■ The problem ■
Output a faithful copy of the entries, every picture removed.

═══ Records for the exercise ═══

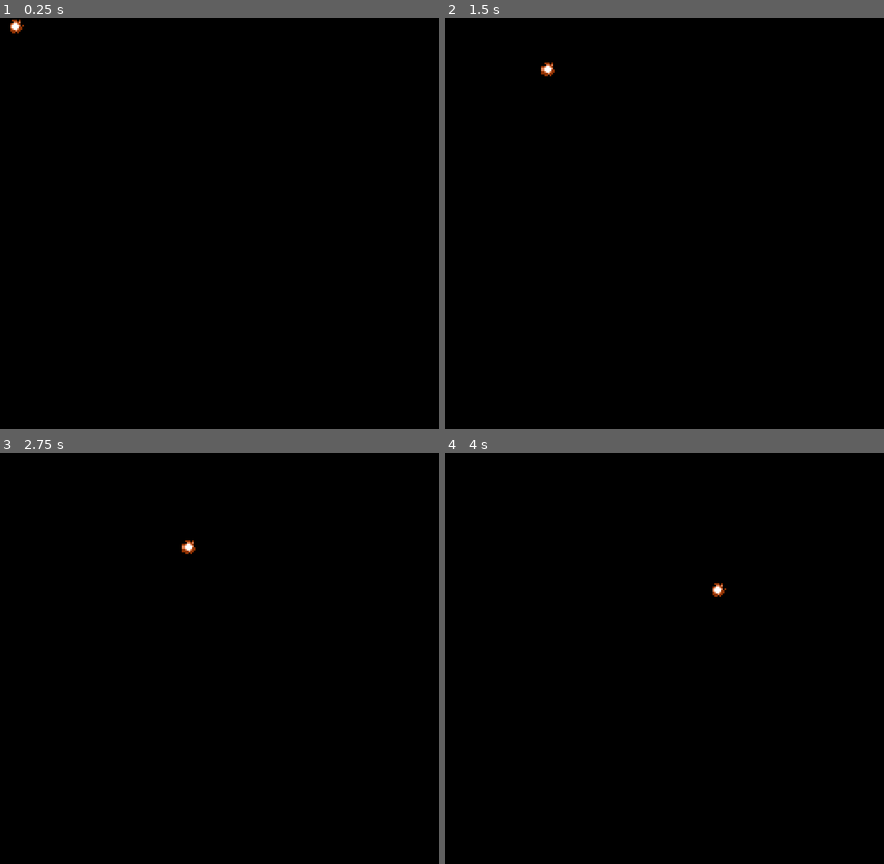
Above: before the commit, frames 1-4 (two rows, left to right).
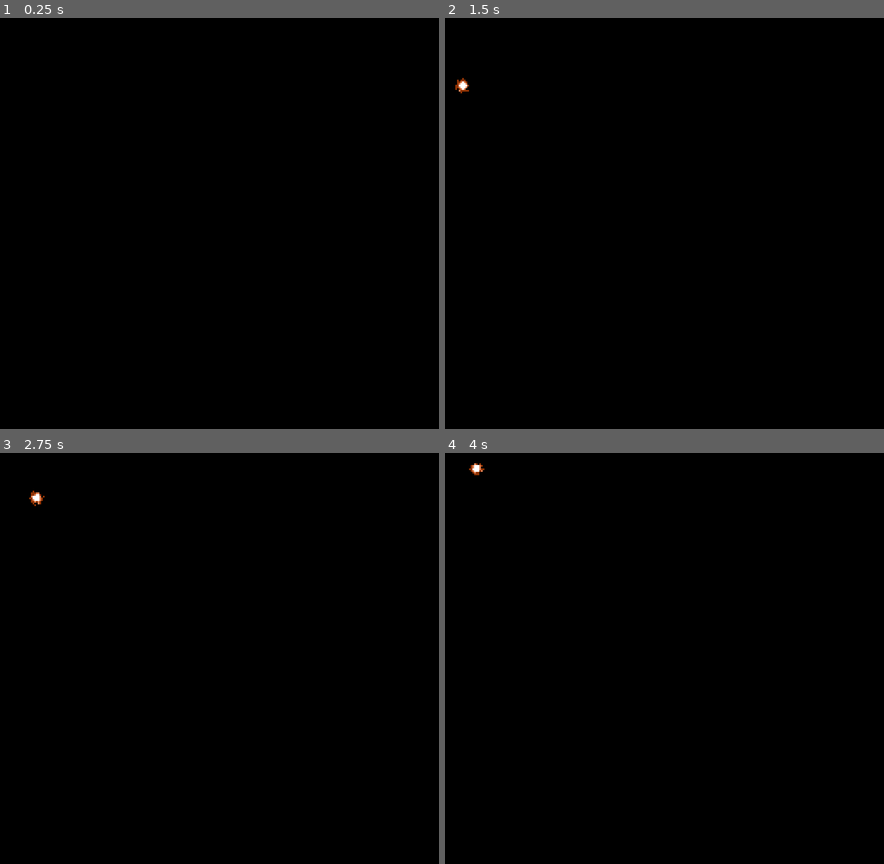
Above: after the commit, the same moments.

Repository: gunzblazincourier/gunzblazin-contra
Game: Godot game, scene res://Bullet/bullet_f.tscn
The game is run twice, just before and just after one commit, with the same random seed, the same clock (stepped at 60 frames per second) and the same inputs. This scene is started directly instead of the project's main scene.
Inputs:
- Up to frame 1 (0.25 s): no input
- Up to frame 2 (1.5 s): hold Right (right) from 0.53 s (still down); tap 1 (1) at 0.6 s; tap X (jump) at 0.77 s; tap 2 (2) at 0.8, 1.35 s
- Up to frame 3 (2.75 s): tap X (jump) at 1.52 s; tap 3 (3) at 1.55, 2.1 s; release Right (right) at 2.03 s; hold Left (left) from 2.03 s (still down); tap 4 (4) at 2.3 s
- Up to frame 4 (4 s): release Left (left) at 2.78 s; hold Right (right) from 2.78 s (still down); tap 4 (4) at 2.85 s; tap X (jump) at 3.02, 3.77 s; tap 5 (5) at 3.05, 3.6 s; hold Z (shoot) from 3.53 s (still down)

The runs differ from the first frame. In frame 1, less than 0.1% of the frame differs, in the area x 2-6%, y 0-4%; in frame 2, 0.1%, in the area x 2-25%, y 10-19%; in frame 3, 0.1%; in frame 4, 0.1%.

Commit message:
feat: implement Flamegun correctly but partially

Diff:
--- a/Bullet/bullet_f.gd
+++ b/Bullet/bullet_f.gd
@@ -1,27 +1,43 @@
-# NOTE: Incomplete due to pending implementation of Flamegun's bullet spring-like trajectory
-
 extends Area2D
 
-const BULLET_SPEED: int = 2
-var i: int = 180
-
-func _physics_process(delta: float) -> void:
-	position.x += 20 * BULLET_SPEED * delta
-	position.y += 10 * BULLET_SPEED * delta
+const BULLET_SPEED: int = 300
+@onready var rotation_stop_timer: Timer = $RotationStopTimer
 
 
+#func _ready() -> void:
+	#rotation = PI
 
-	#Engine.time_scale = 0.2
-	#if i > 360:
-		#i = 0
+
+# Travels in constant direction
+func _physics_process(delta: float) -> void:
+	position += transform.x * BULLET_SPEED * delta
+	if rotation_stop_timer.is_stopped():
+		rotate(0.1)
+	else:
+		rotation = PI
+	#print(fmod(rotation_degrees, 360))
+
+	#if rotation == 2*PI:
+		#rotation = 0
+
+	#var reset_rotation: float = fmod(rotation, 360)
+	#if reset_rotation > -PI and reset_rotation < -PI/2:
+		#rotate(0.2)
+		#print("tg")
 	#else:
-		#i += 1
-	#print(i)
-	#
-	##i += 2
-	#position.y += 30*sin(i)
-	##position.x += 30*cos(i)
-	#if i > 90 and i < 360:
-		#position.x += 30*cos(i)
-	#else:
-		#position.x += 60*cos(i)
+		#rotate(0.1)
+
+
+# Removes bullet if it enters specific hitboxes (eg an enemy's)
+func _on_area_entered(area: Area2D) -> void:
+	if area.is_in_group("enemy"):
+		queue_free()
+	#print(area)
+
+
+func _on_body_entered(_body: Node2D) -> void:
+	rotation_stop_timer.start()
+
+
+func _on_rotation_stop_timer_timeout() -> void:
+	rotation = -PI/2
--- a/Bullet/bullet_f.tscn
+++ b/Bullet/bullet_f.tscn
@@ -7,6 +7,8 @@
 size = Vector2(9, 8)
 
 [node name="Bullet_F" type="Area2D" groups=["bullet"]]
+collision_layer = 2
+collision_mask = 12
 script = ExtResource("1_5870f")
 
 [node name="Sprite2D" type="Sprite2D" parent="."]
@@ -16,3 +18,10 @@
 [node name="CollisionShape2D" type="CollisionShape2D" parent="."]
 position = Vector2(0.5, 0)
 shape = SubResource("RectangleShape2D_4n8gp")
+
+[node name="RotationStopTimer" type="Timer" parent="."]
+wait_time = 0.1
+one_shot = true
+
+[connection signal="body_entered" from="." to="." method="_on_body_entered"]
+[connection signal="timeout" from="RotationStopTimer" to="." method="_on_rotation_stop_timer_timeout"]
--- a/Player/player.gd
+++ b/Player/player.gd
@@ -184,6 +184,8 @@
 		current_bullet_id = bullet_id.L
 	elif Input.is_action_just_pressed("4"):
 		current_bullet_id = bullet_id.M
+	elif Input.is_action_just_pressed("5"):
+		current_bullet_id = bullet_id.F
 
 	match current_state:
 		states.DEATH:
@@ -232,6 +234,15 @@
 							var bullet_m: Area2D = bullet_m_path.instantiate()
 							spawn_bullet(bullet_m)
 							machinegun_interval_timer.start()
+
+				bullet_id.F:
+					if Input.is_action_just_pressed("shoot"):
+						shoot_timer.start()
+						var bullet_f_path: PackedScene = load("res://Bullet/bullet_f.tscn")
+						var bullet_f: Area2D = bullet_f_path.instantiate()
+
+						spawn_bullet(bullet_f)
+						bullet_f.rotate(-PI/4)
 
 
 func _physics_process(delta: float) -> void:
--- a/main.gd
+++ b/main.gd
@@ -3,15 +3,11 @@
 @onready var player: CharacterBody2D = $Player
 @onready var camera_2d: Camera2D = $Camera2D
 
-# Called when the node enters the scene tree for the first time.
-func _ready() -> void:
-	pass
-
 
 # Called every frame. 'delta' is the elapsed time since the previous frame.
 func _process(_delta: float) -> void:
 	#pass
-	print(player.global_position.x > camera_2d.get_screen_center_position().x)
+	#print(player.global_position.x > camera_2d.get_screen_center_position().x)
 	if player.global_position.x > camera_2d.get_screen_center_position().x:
 		camera_2d.global_position = player.global_position
 
--- a/project.godot
+++ b/project.godot
@@ -13,7 +13,6 @@
 config/name="Contra"
 run/main_scene="res://main.tscn"
 config/features=PackedStringArray("4.4", "Forward Plus")
-run/max_fps=141
 config/icon="res://icon.svg"
 
 [autoload]

═══

■ Solution to the problem ■
Above: before the commit, frames 1-4 (two rows, left to right).
Above: after the commit, the same moments.

Repository: gunzblazincourier/gunzblazin-contra
Game: Godot game, scene res://Bullet/bullet_f.tscn
The game is run twice, just before and just after one commit, with the same random seed, the same clock (stepped at 60 frames per second) and the same inputs. This scene is started directly instead of the project's main scene.
Inputs:
- Up to frame 1 (0.25 s): no input
- Up to frame 2 (1.5 s): hold Right (right) from 0.53 s (still down); tap 1 (1) at 0.6 s; tap X (jump) at 0.77 s; tap 2 (2) at 0.8, 1.35 s
- Up to frame 3 (2.75 s): tap X (jump) at 1.52 s; tap 3 (3) at 1.55, 2.1 s; release Right (right) at 2.03 s; hold Left (left) from 2.03 s (still down); tap 4 (4) at 2.3 s
- Up to frame 4 (4 s): release Left (left) at 2.78 s; hold Right (right) from 2.78 s (still down); tap 4 (4) at 2.85 s; tap X (jump) at 3.02, 3.77 s; tap 5 (5) at 3.05, 3.6 s; hold Z (shoot) from 3.53 s (still down)

The runs differ from the first frame. In frame 1, less than 0.1% of the frame differs, in the area x 2-6%, y 0-4%; in frame 2, 0.1%, in the area x 2-25%, y 10-19%; in frame 3, 0.1%; in frame 4, 0.1%.

Commit message:
feat: implement Flamegun correctly but partially

Diff:
--- a/Bullet/bullet_f.gd
+++ b/Bullet/bullet_f.gd
@@ -1,27 +1,43 @@
-# NOTE: Incomplete due to pending implementation of Flamegun's bullet spring-like trajectory
-
 extends Area2D
 
-const BULLET_SPEED: int = 2
-var i: int = 180
-
-func _physics_process(delta: float) -> void:
-	position.x += 20 * BULLET_SPEED * delta
-	position.y += 10 * BULLET_SPEED * delta
+const BULLET_SPEED: int = 300
+@onready var rotation_stop_timer: Timer = $RotationStopTimer
 
 
+#func _ready() -> void:
+	#rotation = PI
 
-	#Engine.time_scale = 0.2
-	#if i > 360:
-		#i = 0
+
+# Travels in constant direction
+func _physics_process(delta: float) -> void:
+	position += transform.x * BULLET_SPEED * delta
+	if rotation_stop_timer.is_stopped():
+		rotate(0.1)
+	else:
+		rotation = PI
+	#print(fmod(rotation_degrees, 360))
+
+	#if rotation == 2*PI:
+		#rotation = 0
+
+	#var reset_rotation: float = fmod(rotation, 360)
+	#if reset_rotation > -PI and reset_rotation < -PI/2:
+		#rotate(0.2)
+		#print("tg")
 	#else:
-		#i += 1
-	#print(i)
-	#
-	##i += 2
-	#position.y += 30*sin(i)
-	##position.x += 30*cos(i)
-	#if i > 90 and i < 360:
-		#position.x += 30*cos(i)
-	#else:
-		#position.x += 60*cos(i)
+		#rotate(0.1)
+
+
+# Removes bullet if it enters specific hitboxes (eg an enemy's)
+func _on_area_entered(area: Area2D) -> void:
+	if area.is_in_group("enemy"):
+		queue_free()
+	#print(area)
+
+
+func _on_body_entered(_body: Node2D) -> void:
+	rotation_stop_timer.start()
+
+
+func _on_rotation_stop_timer_timeout() -> void:
+	rotation = -PI/2
--- a/Bullet/bullet_f.tscn
+++ b/Bullet/bullet_f.tscn
@@ -7,6 +7,8 @@
 size = Vector2(9, 8)
 
 [node name="Bullet_F" type="Area2D" groups=["bullet"]]
+collision_layer = 2
+collision_mask = 12
 script = ExtResource("1_5870f")
 
 [node name="Sprite2D" type="Sprite2D" parent="."]
@@ -16,3 +18,10 @@
 [node name="CollisionShape2D" type="CollisionShape2D" parent="."]
 position = Vector2(0.5, 0)
 shape = SubResource("RectangleShape2D_4n8gp")
+
+[node name="RotationStopTimer" type="Timer" parent="."]
+wait_time = 0.1
+one_shot = true
+
+[connection signal="body_entered" from="." to="." method="_on_body_entered"]
+[connection signal="timeout" from="RotationStopTimer" to="." method="_on_rotation_stop_timer_timeout"]
--- a/Player/player.gd
+++ b/Player/player.gd
@@ -184,6 +184,8 @@
 		current_bullet_id = bullet_id.L
 	elif Input.is_action_just_pressed("4"):
 		current_bullet_id = bullet_id.M
+	elif Input.is_action_just_pressed("5"):
+		current_bullet_id = bullet_id.F
 
 	match current_state:
 		states.DEATH:
@@ -232,6 +234,15 @@
 							var bullet_m: Area2D = bullet_m_path.instantiate()
 							spawn_bullet(bullet_m)
 							machinegun_interval_timer.start()
+
+				bullet_id.F:
+					if Input.is_action_just_pressed("shoot"):
+						shoot_timer.start()
+						var bullet_f_path: PackedScene = load("res://Bullet/bullet_f.tscn")
+						var bullet_f: Area2D = bullet_f_path.instantiate()
+
+						spawn_bullet(bullet_f)
+						bullet_f.rotate(-PI/4)
 
 
 func _physics_process(delta: float) -> void:
--- a/main.gd
+++ b/main.gd
@@ -3,15 +3,11 @@
 @onready var player: CharacterBody2D = $Player
 @onready var camera_2d: Camera2D = $Camera2D
 
-# Called when the node enters the scene tree for the first time.
-func _ready() -> void:
-	pass
-
 
 # Called every frame. 'delta' is the elapsed time since the previous frame.
 func _process(_delta: float) -> void:
 	#pass
-	print(player.global_position.x > camera_2d.get_screen_center_position().x)
+	#print(player.global_position.x > camera_2d.get_screen_center_position().x)
 	if player.global_position.x > camera_2d.get_screen_center_position().x:
 		camera_2d.global_position = player.global_position
 
--- a/project.godot
+++ b/project.godot
@@ -13,7 +13,6 @@
 config/name="Contra"
 run/main_scene="res://main.tscn"
 config/features=PackedStringArray("4.4", "Forward Plus")
-run/max_fps=141
 config/icon="res://icon.svg"
 
 [autoload]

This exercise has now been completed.